Eliminating bats in your attic is important in reducing bat bug infestations. Consult your local game and wildlife office for information on how to eliminate bats in your home legally. Inspect your home for cracks, crevices and other areas that can allow bats to enter your attic. Caulk or seal these areas to prevent reinfestation. Finding out where bat bugs and bedbugs are hiding is key to controlling these pests. Remove ceiling molding, wallpaper and electrical outlets, and search for these pests. Dark spots of fecal matter are often seen where bat bugs live. If bedbug populations are high, you may be able to smell a sweet or musty odor inside your home. Remove all infested items from your home, and vacuum the bugs from infested areas if possible. Preventing cluster flies from hibernating inside your attic is an important aspect of controlling infestations.

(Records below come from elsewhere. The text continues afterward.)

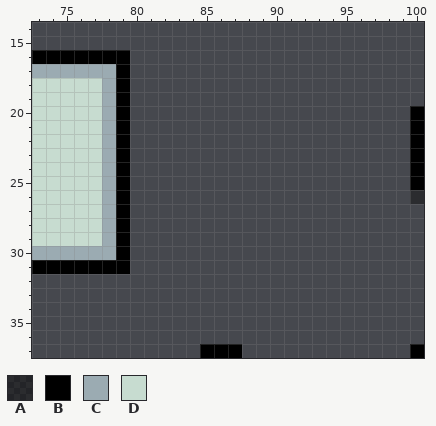
Two versions of one pixel-art file, Table for None/Assets/Sprites/canvas_UI.aseprite. Above, as it was before the edit.
128x144 pixels, 1 frame. Colours within 5 levels of each other are drawn and written as one. Shown: x 73..100, y 14..37.
Palette (. is transparent): A #00000064  B #000000  C #9babb2  D #c7dcd0
Pixels before, first column x 73:
16 BBBBBBB.....................
17 CCCCCCB.....................
18 DDDDDCB.....................
19 DDDDDCB.....................
20 DDDDDCB....................B
21 DDDDDCB....................B
22 DDDDDCB....................B
23 DDDDDCB....................B
24 DDDDDCB....................B
25 DDDDDCB....................B
26 DDDDDCB....................A
27 DDDDDCB.....................
28 DDDDDCB.....................
29 DDDDDCB.....................
30 CCCCCCB.....................
31 BBBBBBB.....................
32 ............................
33 ............................
34 ............................
35 ............................
36 ............................
37 ............BBB............B
The same view after the edit:
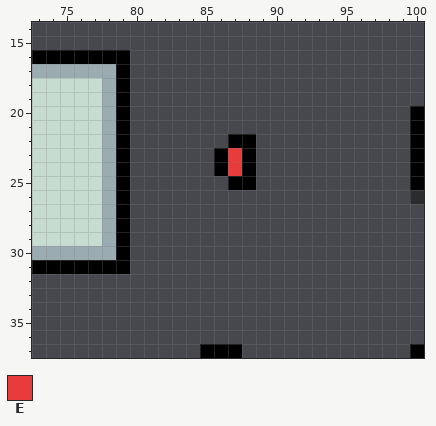
Colours new in this view: E #e83b3b
From old to new:
y 22: x 87..88 .. -> BB
y 23..24: x 86..88 ... -> BEB
y 25: x 87..88 .. -> BB
Boxes around the changes in both pictures, in picture pixels (x1, y1, x2, y2):
added: (214, 134, 256, 190)
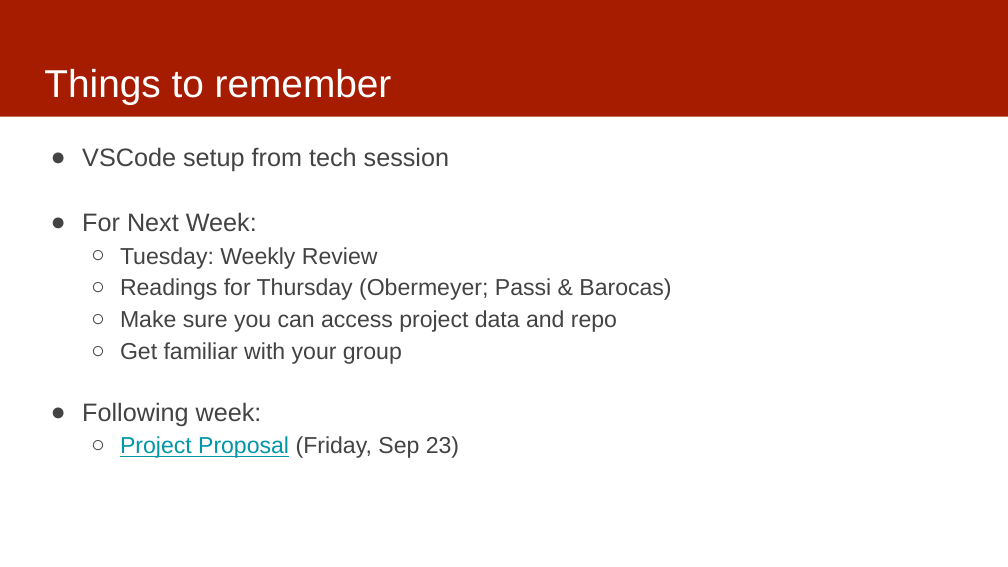
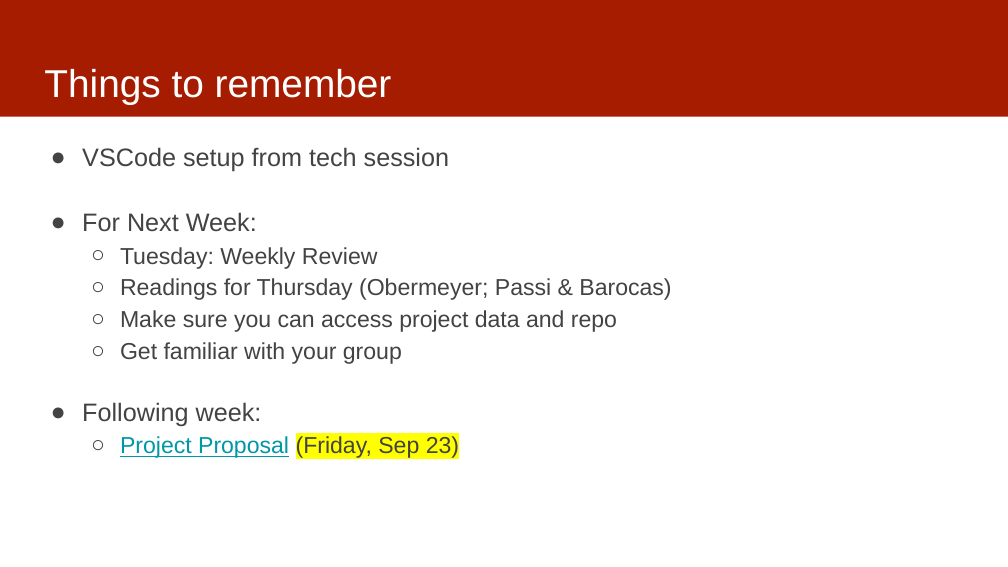
Before and after one commit to dssg/mlforpublicpolicylab, a slide deck: slide 19 of Lectures/03-casestudies.pptx. Drawn at 1008x567 pixels with LibreOffice and Linux fonts; fonts in the diff are those of the drawing. Boxes give left, top, right and bottom in pixels: in the first picture for what was removed or moved away, otherwise in the second. Text is boxed around its words. In the diff, an @@ line names an element or a change of style, - is before the commit and + after.

```diff
--- a/Lectures/03-casestudies.pptx
+++ b/Lectures/03-casestudies.pptx
@@ text at <box>120,436,459,458</box>: highlight none to #FFFF00 in "(Friday, Sep 23)" @@
```
Also in this commit, not shown: 3 other slides changed, 2 other files.

Seal all cracks underneath the eaves of your home to keep them outside where they belong. Once cluster flies are inside your attic or other protected places, they are difficult to control.

Chemical Control

Bat bugs and bedbugs require professional pest control if infestations are heavy. Light infestations of these pests may be controlled by treating the areas where bugs migrate indoors. Spraying residual insecticides around ceiling moldings, light fixtures, door frames and around electrical outlets can help kill these pests. Insecticides must be reapplied every two weeks until the bugs are no longer a problem. Chemical control methods such as foggers or insecticides are not effective in reducing cluster flies because they hibernate in protected areas that are difficult for most people to reach, such as the attic or ceiling. Swatting flies with a fly swatter when they swarm indoors is the most effective form of cluster fly control.